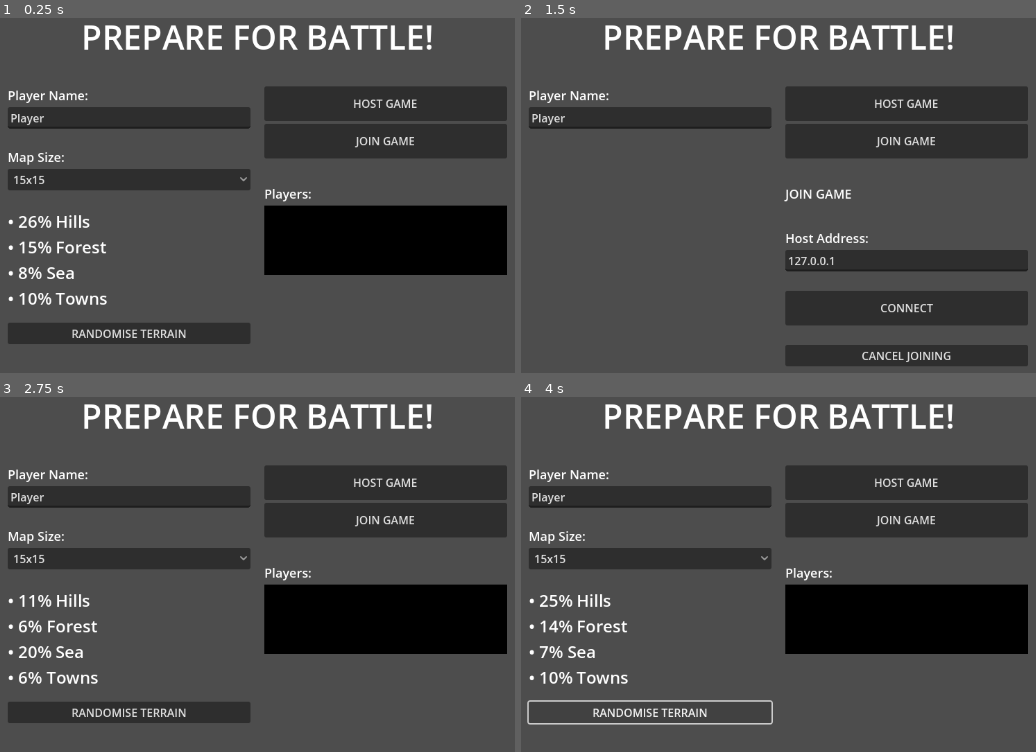
Above: before the commit, frames 1-4 (two rows, left to right).
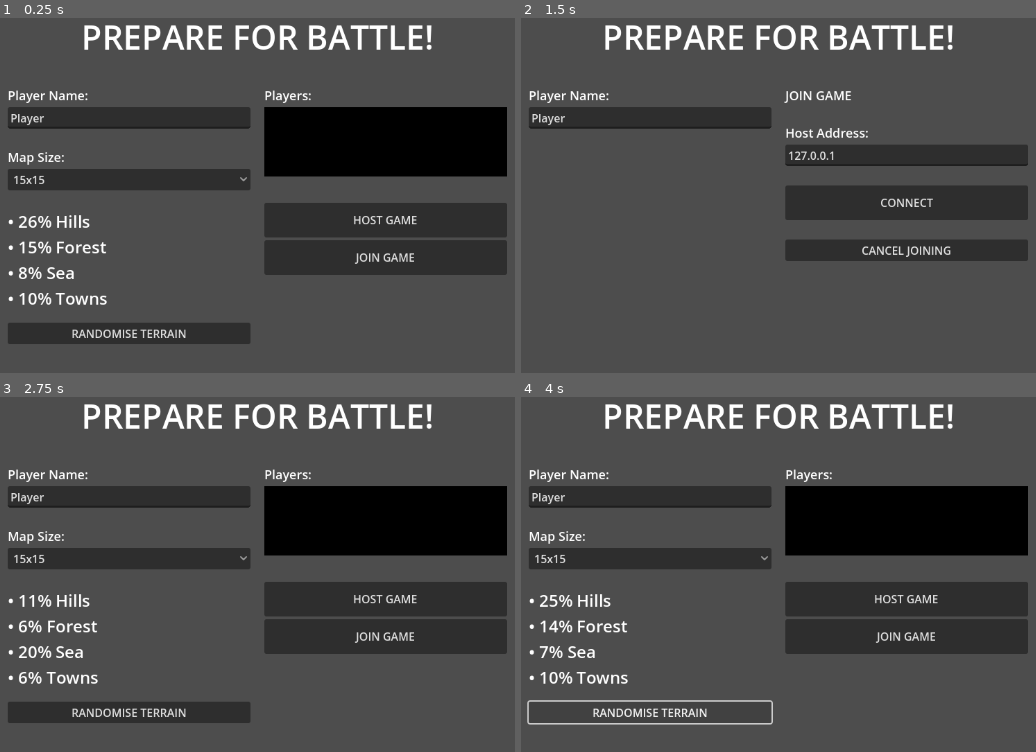
Above: after the commit, the same moments.

Repository: mmehmet/xbattle
Game: Godot game, scene res://Main.tscn
The game is run twice, just before and just after one commit, with the same random seed, the same clock (stepped at 60 frames per second) and the same inputs.
Inputs:
- Up to frame 1 (0.25 s): no input
- Up to frame 2 (1.5 s): click "HOST GAME" at 0.5 s; click "JOIN GAME" at 1.25 s
- Up to frame 3 (2.75 s): click "CANCEL JOINING" at 2 s
- Up to frame 4 (4 s): click "15x15" at 2.75 s; click "RANDOMISE TERRAIN" at 3.5 s

The runs differ from the first frame. In frame 1, 21% of the frame differs, in the area x 51-99%, y 19-73%; in frame 2, 23%, in the area x 51-99%, y 19-99%; in frame 3, 21%; in frame 4, 21%.

Commit message:
PARATROOPERS! (and artillery)

Diff:
--- a/scripts/Board.gd
+++ b/scripts/Board.gd
@@ -77,7 +77,9 @@
         elif hovered_cell:
             var command = key_to_command(event.keycode)
             if command >= 0:
-                game_manager.on_cell_command(hovered_cell, command)
+                if selected_cell == null:
+                    selected_cell = hovered_cell
+                game_manager.on_cell_command(command, hovered_cell, selected_cell)
 
 func key_to_command(keycode: int) -> int:
    match keycode:
--- a/scripts/Cell.gd
+++ b/scripts/Cell.gd
@@ -17,7 +17,10 @@
 
 const SIDE_NONE: int = -1
 const SIDE_FIGHT: int = 11
-const HORIZON: int = 2
+const HORIZON: int = 4
+
+# Troop movement
+const LOWBOUND: int = 0  # Reserve troops (can't move)
 
 @export var x: int = 0
 @export var y: int = 0
@@ -36,9 +39,6 @@
 @export var move: int = 0  # Number of active direction vectors
 @export var direction_vectors: Array[bool] = []  # [0-6 directions]
 @export var age: int = 0  # How long owned by same side
-
-# Combat state
-@export var lowbound: int = 0  # Reserve troops (can't move)
 
 # Visibility and updates
 @export var outdated: bool = false
--- a/scripts/GameManager.gd
+++ b/scripts/GameManager.gd
@@ -80,8 +80,8 @@
 
     network_manager.send_click(cell)
 
-func on_cell_command(cell: Cell, command: int):
-    network_manager.send_command(cell, command, current_player)
+func on_cell_command(command: int, target: Cell, source: Cell):
+    network_manager.send_command(command, target, source, current_player)
 
 # Game control functions
 func pause_game():
--- a/scripts/HostManager.gd
+++ b/scripts/HostManager.gd
@@ -4,10 +4,13 @@
 var board: Board
 var network_manager: NetworkManager
 
-# Cost constants
+# Command constants
 const COST_DIG = 30
 const COST_FILL = 20
 const COST_BUILD = 25
+const COST_ARTILLERY = 5
+const MAX_FIRE = 3
+const MAX_PARA = 6
 
 # Game configuration (from original xbattle constants)
 @export var fight_intensity: int = Cell.DEFAULT_FIGHT
@@ -122,6 +125,10 @@
 func update_cell_combat(cell: Cell):
     if not cell.is_fighting():
         return
+
+    # Clear movement directions during combat
+    if cell.move > 0:
+        cell.clear_directions()
 
     var result = get_combat_state(cell)
     if result.count <= 1:
@@ -180,7 +187,7 @@
         return
 
     var current_troops = cell.get_troop_count()
-    if current_troops <= cell.lowbound:
+    if current_troops <= Cell.LOWBOUND:
         return
 
     # Process each direction vector (in random order)
@@ -197,7 +204,7 @@
         return # Can't move into sea
 
     var source_troops = source.get_troop_count()
-    var movable_troops = source_troops - source.lowbound
+    var movable_troops = source.get_troop_count() - Cell.LOWBOUND
     if movable_troops <= 0:
         return
 
@@ -316,10 +323,67 @@
     cell.growth = 0
     network_manager.send_cell_delta(cell, true)
 
-func execute_paratroops(idx: int, side: int):
-    # TODO: Implement airborne assault
-    print("Paratroops not implemented yet - cell [%d]" % idx)
-
-func execute_artillery(idx: int, side: int):
-    # TODO: Implement ranged attack
-    print("Artillery not implemented yet - cell [%d]" % idx)
+func execute_paratroops(target_idx: int, source_idx: int, side: int):
+    var source = board.get_cell_by_index(source_idx)
+    var target = board.get_cell_by_index(target_idx)
+
+    if not source or source.side != side:
+        return
+
+    var distance = source.get_distance(target)
+    if distance > MAX_PARA:
+        return  # Outside paratrooper range
+
+    var troops = source.get_troop_count() - (Cell.LOWBOUND * 2)
+    if troops <= 0:
+        return  # Need troops to drop AND hold the fort!
+
+    # Execute drop
+    var paratroops = troops / 2  # 50% loss
+    source.set_troops(source.side, paratroops)
+
+    if target.side == Cell.SIDE_NONE:
+        target.side = side
+        target.set_troops(side, paratroops)
+    elif target.side == side:
+        target.add_troops(paratroops)
+    else:
+        # Combat drop
+        target.troop_values[side] += paratroops
+        target.side = Cell.SIDE_FIGHT
+        target.clear_directions()
+
+    network_manager.send_cell_delta(source)
+    network_manager.send_cell_delta(target, true)
+
+func execute_artillery(target_idx: int, source_idx: int, side: int):
+    var source = board.get_cell_by_index(source_idx)
+    var target = board.get_cell_by_index(target_idx)
+
+    if not source or source.side != side:
+        return
+
+    var distance = source.get_distance(target)
+    if distance > MAX_FIRE:
+        return  # Outside artillery range
+
+    if not target.is_seen_by(side):
+        return  # Requires line of sight
+
+    var troops = source.get_troop_count() - Cell.LOWBOUND
+    if troops <= 0:
+        return  # Need troops to fire
+
+    var cost = min(COST_ARTILLERY, troops)  # Artillery costs 5 troops max
+    source.set_troops(source.side, source.get_troop_count() - cost)
+
+    # Damage target
+    var damage = cost / 2 + 1  # 1-3 damage based on cost
+    if target.side >= 0 and target.get_troop_count() > 0:
+        var new_count = max(0, target.get_troop_count() - damage)
+        target.set_troops(target.side, new_count)
+        if new_count == 0:
+            target.side = Cell.SIDE_NONE
+
+    network_manager.send_cell_delta(source)
+    network_manager.send_cell_delta(target, true)
--- a/scripts/NetworkManager.gd
+++ b/scripts/NetworkManager.gd
@@ -283,12 +283,13 @@
 
     host_manager.update_cell(data)
 
-func send_command(cell: Cell, command: int, side: int):
+func send_command(command: int, target: Cell, source: Cell, side: int):
     if not connected:
         return
 
     var data = {
-        "idx": cell.index,
+        "target": target.index,
+        "source": source.index,
         "command": command,
         "side": side,
     }
@@ -301,13 +302,13 @@
         return
 
     match data.command:
-        CMD_ATTACK: host_manager.execute_attack(data.idx, data.side)
-        CMD_DIG: host_manager.execute_dig(data.idx, data.side)
-        CMD_FILL: host_manager.execute_fill(data.idx, data.side)
-        CMD_BUILD: host_manager.execute_build(data.idx, data.side)
-        CMD_SCUTTLE: host_manager.execute_scuttle(data.idx, data.side)
-        CMD_PARATROOPS: host_manager.execute_paratroops(data.idx, data.side)
-        CMD_ARTILLERY: host_manager.execute_artillery(data.idx, data.side)
+        CMD_ATTACK: host_manager.execute_attack(data.target, data.side)
+        CMD_DIG: host_manager.execute_dig(data.target, data.side)
+        CMD_FILL: host_manager.execute_fill(data.target, data.side)
+        CMD_BUILD: host_manager.execute_build(data.target, data.side)
+        CMD_SCUTTLE: host_manager.execute_scuttle(data.target, data.side)
+        CMD_PARATROOPS: host_manager.execute_paratroops(data.target, data.source, data.side)
+        CMD_ARTILLERY: host_manager.execute_artillery(data.target, data.source, data.side)
 
 func send_cell_delta(cell: Cell, play_sound: bool = false):
     if not is_host:
--- a/scripts/StartScreen.gd
+++ b/scripts/StartScreen.gd
@@ -160,7 +160,7 @@
 func show_join_screen():
     clear_main_content(right_panel)
     current_state = GameState.JOINING
-    update_buttons()
+
     # hide host settings
     map_label.visible = false
     map_dropdown.visible = false
@@ -172,7 +172,7 @@
     title.add_theme_font_size_override("font_size", 18)
     right_panel.add_child(title)
 
-    add_spacer(right_panel, 30)
+    add_spacer(right_panel, 20)
 
     var address_label = Label.new()
     address_label.add_theme_font_size_override("font_size", 18)
@@ -220,7 +220,14 @@
 func show_lobby():
     clear_main_content(right_panel)
     current_state = GameState.IN_LOBBY
-    update_buttons()
+
+    if players.size():
+        var title = Label.new()
+        title.text = "HOST GAME"
+        title.add_theme_font_size_override("font_size", 18)
+        right_panel.add_child(title)
+
+        add_spacer(right_panel, 20)
 
     # Players list
     var players_label = Label.new()
@@ -264,6 +271,11 @@
         cancel_button.text = "CANCEL HOSTING" if is_host else "DISCONNECT"
         cancel_button.pressed.connect(_on_cancel_host if is_host else _on_leave_lobby)
         right_panel.add_child(cancel_button)
+        if host_button and join_button:
+            host_button.visible = false
+            join_button.visible = false
+    else:
+        show_start_buttons()
 
     update_player_list()
 
@@ -300,12 +312,6 @@
     parent.add_child(spacer)
 
 # Event handlers
-func update_buttons():
-    show_start_buttons()
-    var should_disable = players.size() > 0
-    host_button.disabled = should_disable
-    join_button.disabled = should_disable
-
 func _on_map_size_selected(index: int):
     if index >= 0 and index < map_sizes.size():
         selected_map_size = map_sizes[index].size

Exercise objective —
Write out the lines of the entries above exactly, beginning with the first and ending with the line that contains "- Up to frame 4". No picture goes in.

Expected answer —
Above: before the commit, frames 1-4 (two rows, left to right).
Above: after the commit, the same moments.

Repository: mmehmet/xbattle
Game: Godot game, scene res://Main.tscn
The game is run twice, just before and just after one commit, with the same random seed, the same clock (stepped at 60 frames per second) and the same inputs.
Inputs:
- Up to frame 1 (0.25 s): no input
- Up to frame 2 (1.5 s): click "HOST GAME" at 0.5 s; click "JOIN GAME" at 1.25 s
- Up to frame 3 (2.75 s): click "CANCEL JOINING" at 2 s
- Up to frame 4 (4 s): click "15x15" at 2.75 s; click "RANDOMISE TERRAIN" at 3.5 s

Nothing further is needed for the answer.